There were also some limitations in this study. First, this was a retrospective study with data collected from a single center, and selection bias was inevitable. Second, we did not report the status of thyroid antibodies in infertile women, which might have a role in infertility and miscarriage. However, on the one hand, the existing data are controversial regarding whether thyroid antibodies are associated with infertility or adverse reproductive outcomes [6–8, 13, 20]. On the other hand, according to the two RCTs of high quality, euthyroid women with positive TPO did not benefit from treatment with LT4 [21, 22]. Third, we included a cohort of infertile women with specified conditions, such as younger age with good ovarian reserve, which we believed to be one of the crucial factors explaining the discrepancies in the results. Whether the results might be applied to women with D3 embryo transfer, women with repeated embryo transfer or healthy women remain to be tested. Finally, we did not monitor the TSH level once it was within the normal range before treatment. It was confirmed in other studies that high-normal TSH was more prone to increase to a level higher than the upper limit of normal range during ovarian stimulation and decrease within the normal range after embryo transfer [23-27]. In addition, TSH >2.5 mIU/L in early pregnancy contributes to miscarriage. Whether temporarily increased TSH levels might affect clinical outcomes remains unknown.

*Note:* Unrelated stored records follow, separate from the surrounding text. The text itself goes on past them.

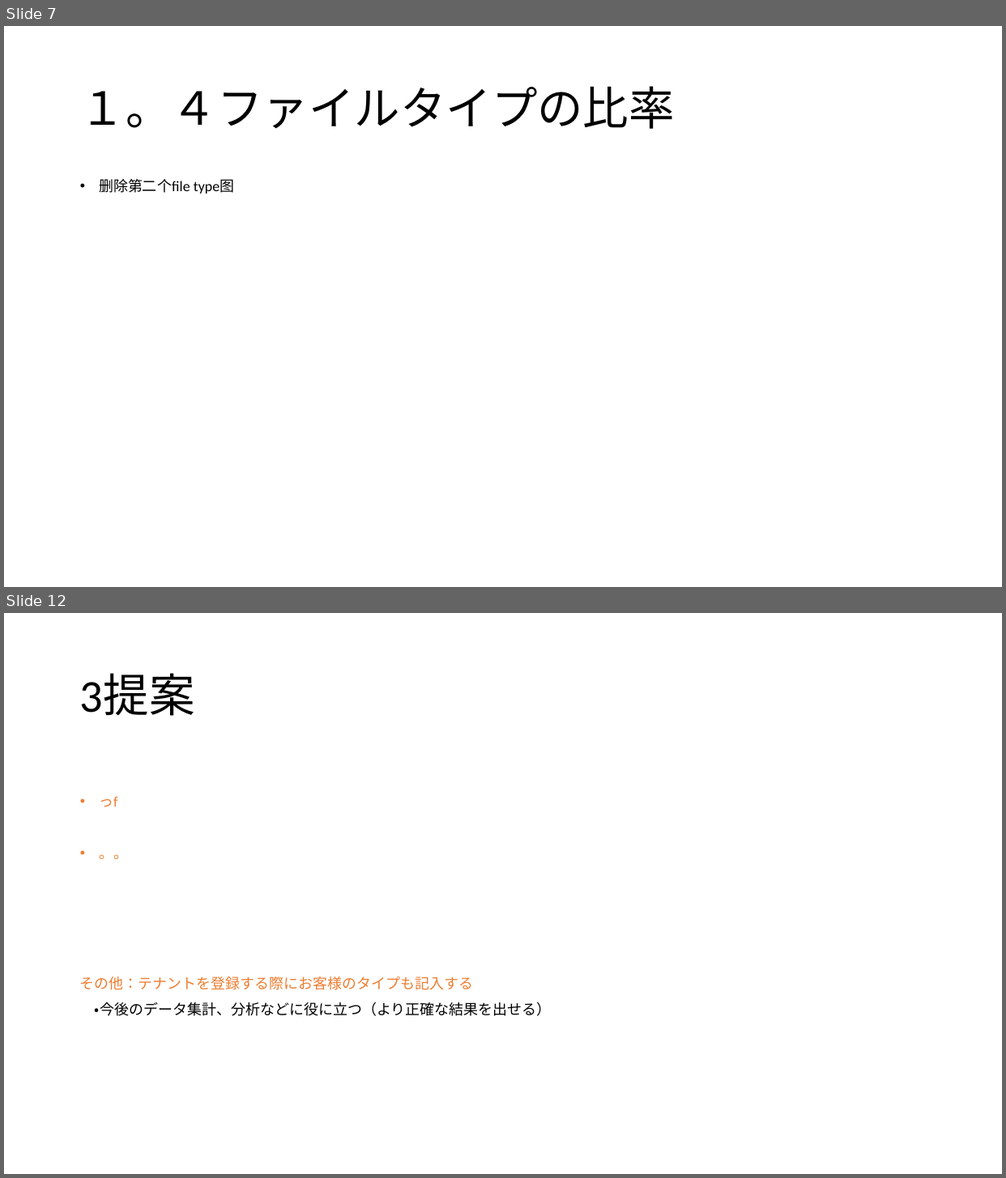
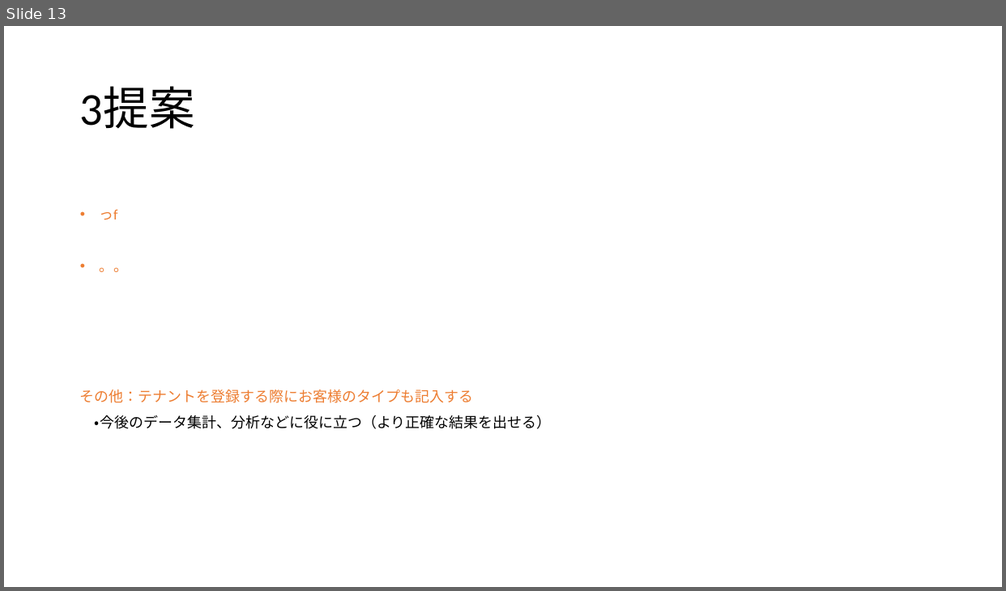
Before and after one commit to satiez/test, a slide deck: 報告.pptx. Shown one above the other, each under a label of ours: slides 7 and 12 before the commit, slide 13 after it; the slides between them are not shown. The pictures are 1006x1178 and 1006x591 pixels, drawn with LibreOffice and Linux fonts; fonts in the diff are those of the drawing. Boxes give left, top, right and bottom in pixels: in the first picture for what was removed or moved away, otherwise in the second. Text is boxed around its words. In the diff, an @@ line names an element or a change of style, - is before the commit and + after.

```diff
--- a/報告.pptx
+++ b/報告.pptx
@@ slide 7 removed at [4, 26, 1002, 587], background #FFFFFF @@
@@ title removed at [80, 86, 675, 129] @@
-１。４ファイルタイプの比率
@@ text removed at [99, 179, 235, 194] @@
-• 删除第二个file type图
@@ what was slide 12 is now slide 13 @@
```
Also in this commit, not shown: 9 slides changed, 3 slides added, 1 other slide removed.

The strength of our study was the highly homogeneous population-based cohort of euthyroid women, as the number, stage, or quality of transferred embryos, as well as the age and ovarian reserve, might potentially affect the results of embryo transfer. It was reported that HSG affected thyroid function [28]. Here, in our department, our patients underwent embryo transfer more than a month after HSG with the water-contrast medium. We believe that the impact of HSG on the thyroid should not be considered. We also compared the differences in obstetric outcomes, such as gestational age, birth weight, and birth length, between the low- and high-normal TSH groups and found that regardless of TSH levels within the normal range, AMH or blastocyst quality was independently associated with clinical pregnancy and that in those who were pregnant, advanced age was independently associated with lower odds of live birth and higher odds of miscarriage.

In conclusion, we included infertile women as homogeneous as possible to minimize the bias that may lower the power of the impact of TSH on reproductive outcomes. We found that a high-normal TSH level did not significantly influence the reproductive outcomes of infertile women undergoing the first single fresh D5 blastocyst transfer. Further studies are needed to test whether the results might be applicable to a wider population.